*** SOURCE INFORMATION Section Begins ***

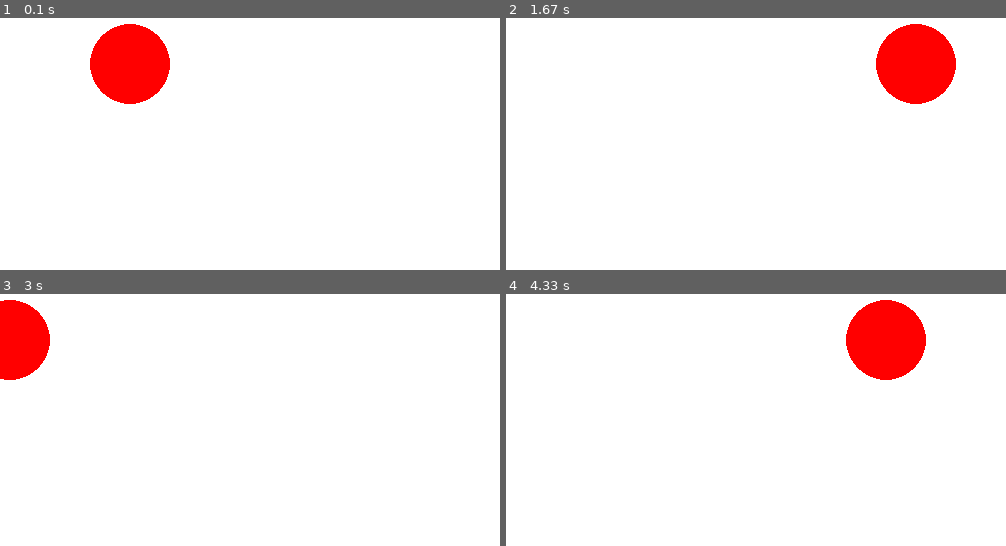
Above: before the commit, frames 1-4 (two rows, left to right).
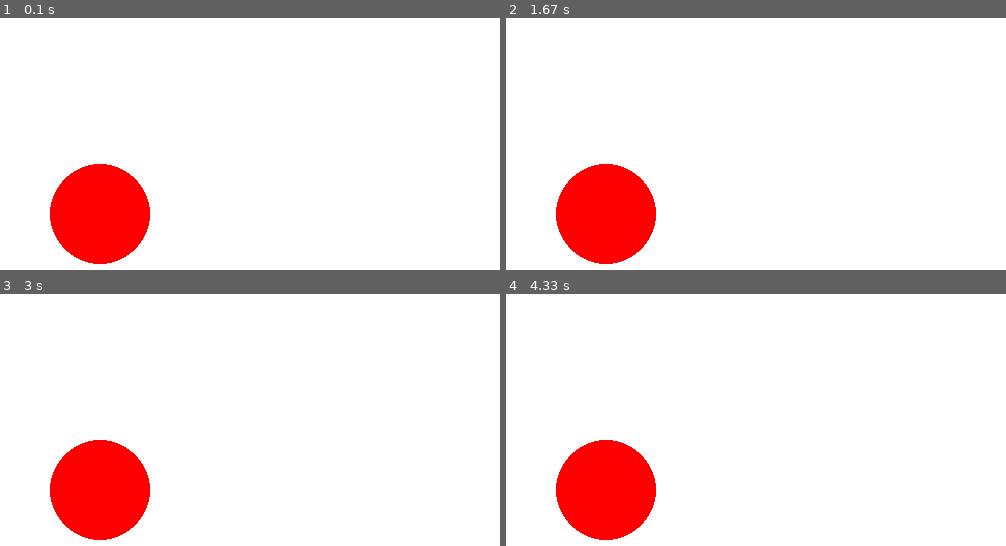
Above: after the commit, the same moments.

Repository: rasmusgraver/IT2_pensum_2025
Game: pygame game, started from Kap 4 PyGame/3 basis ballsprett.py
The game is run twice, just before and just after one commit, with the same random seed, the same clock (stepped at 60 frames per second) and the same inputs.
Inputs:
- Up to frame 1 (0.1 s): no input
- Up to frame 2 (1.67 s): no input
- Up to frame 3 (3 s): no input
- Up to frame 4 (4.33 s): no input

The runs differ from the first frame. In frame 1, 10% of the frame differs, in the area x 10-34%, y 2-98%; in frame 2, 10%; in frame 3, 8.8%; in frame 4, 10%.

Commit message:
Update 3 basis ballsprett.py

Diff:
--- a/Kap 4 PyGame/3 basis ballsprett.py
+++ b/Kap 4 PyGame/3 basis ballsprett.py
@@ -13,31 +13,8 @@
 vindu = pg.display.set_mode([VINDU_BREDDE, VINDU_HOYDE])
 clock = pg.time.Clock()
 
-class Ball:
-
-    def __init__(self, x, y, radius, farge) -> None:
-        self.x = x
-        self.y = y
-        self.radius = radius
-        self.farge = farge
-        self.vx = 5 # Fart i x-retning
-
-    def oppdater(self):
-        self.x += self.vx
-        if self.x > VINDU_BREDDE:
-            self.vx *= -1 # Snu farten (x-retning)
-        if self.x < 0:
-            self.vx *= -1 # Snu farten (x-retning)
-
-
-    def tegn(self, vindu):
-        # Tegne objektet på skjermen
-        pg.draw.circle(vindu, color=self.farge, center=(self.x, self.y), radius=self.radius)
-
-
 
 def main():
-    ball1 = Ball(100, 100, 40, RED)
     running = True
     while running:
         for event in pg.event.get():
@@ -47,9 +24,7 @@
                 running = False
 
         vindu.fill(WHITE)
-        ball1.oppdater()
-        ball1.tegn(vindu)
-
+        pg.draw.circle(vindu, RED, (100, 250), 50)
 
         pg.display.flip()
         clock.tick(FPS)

*** SOURCE INFORMATION Section Ends ***
*** SOURCE INFORMATION Section Begins ***

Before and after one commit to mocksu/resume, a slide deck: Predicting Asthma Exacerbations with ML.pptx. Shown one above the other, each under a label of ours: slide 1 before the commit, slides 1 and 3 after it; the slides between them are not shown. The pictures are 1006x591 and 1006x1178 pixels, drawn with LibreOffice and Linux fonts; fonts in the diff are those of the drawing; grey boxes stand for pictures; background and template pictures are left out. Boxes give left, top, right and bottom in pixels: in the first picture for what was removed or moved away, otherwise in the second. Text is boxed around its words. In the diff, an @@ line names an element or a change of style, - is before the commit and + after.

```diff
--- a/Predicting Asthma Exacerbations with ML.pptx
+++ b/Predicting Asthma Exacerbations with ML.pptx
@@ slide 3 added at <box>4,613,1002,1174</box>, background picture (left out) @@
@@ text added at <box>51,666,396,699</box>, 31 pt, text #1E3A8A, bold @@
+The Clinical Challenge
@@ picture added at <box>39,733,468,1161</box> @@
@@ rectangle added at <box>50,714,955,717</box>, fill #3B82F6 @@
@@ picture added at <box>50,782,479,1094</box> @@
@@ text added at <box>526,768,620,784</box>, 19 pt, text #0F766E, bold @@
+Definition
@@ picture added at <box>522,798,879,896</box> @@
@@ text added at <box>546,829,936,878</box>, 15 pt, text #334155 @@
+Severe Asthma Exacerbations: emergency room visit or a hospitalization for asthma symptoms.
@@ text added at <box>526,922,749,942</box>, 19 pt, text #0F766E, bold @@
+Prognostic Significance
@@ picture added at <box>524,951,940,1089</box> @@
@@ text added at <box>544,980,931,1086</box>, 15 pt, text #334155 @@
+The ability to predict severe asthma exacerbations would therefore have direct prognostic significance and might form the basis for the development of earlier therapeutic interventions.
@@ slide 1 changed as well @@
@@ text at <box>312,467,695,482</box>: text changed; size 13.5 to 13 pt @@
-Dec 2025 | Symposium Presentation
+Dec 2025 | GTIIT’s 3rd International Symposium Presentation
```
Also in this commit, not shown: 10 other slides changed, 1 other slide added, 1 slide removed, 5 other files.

*** SOURCE INFORMATION Section Ends ***

TASK TO CARRY OUT — Scan the material for lines with the word "farge", and copy each line you find.

RESPONSE TO THIS EXERCISE —
-    def __init__(self, x, y, radius, farge) -> None:
-        self.farge = farge
-        pg.draw.circle(vindu, color=self.farge, center=(self.x, self.y), radius=self.radius)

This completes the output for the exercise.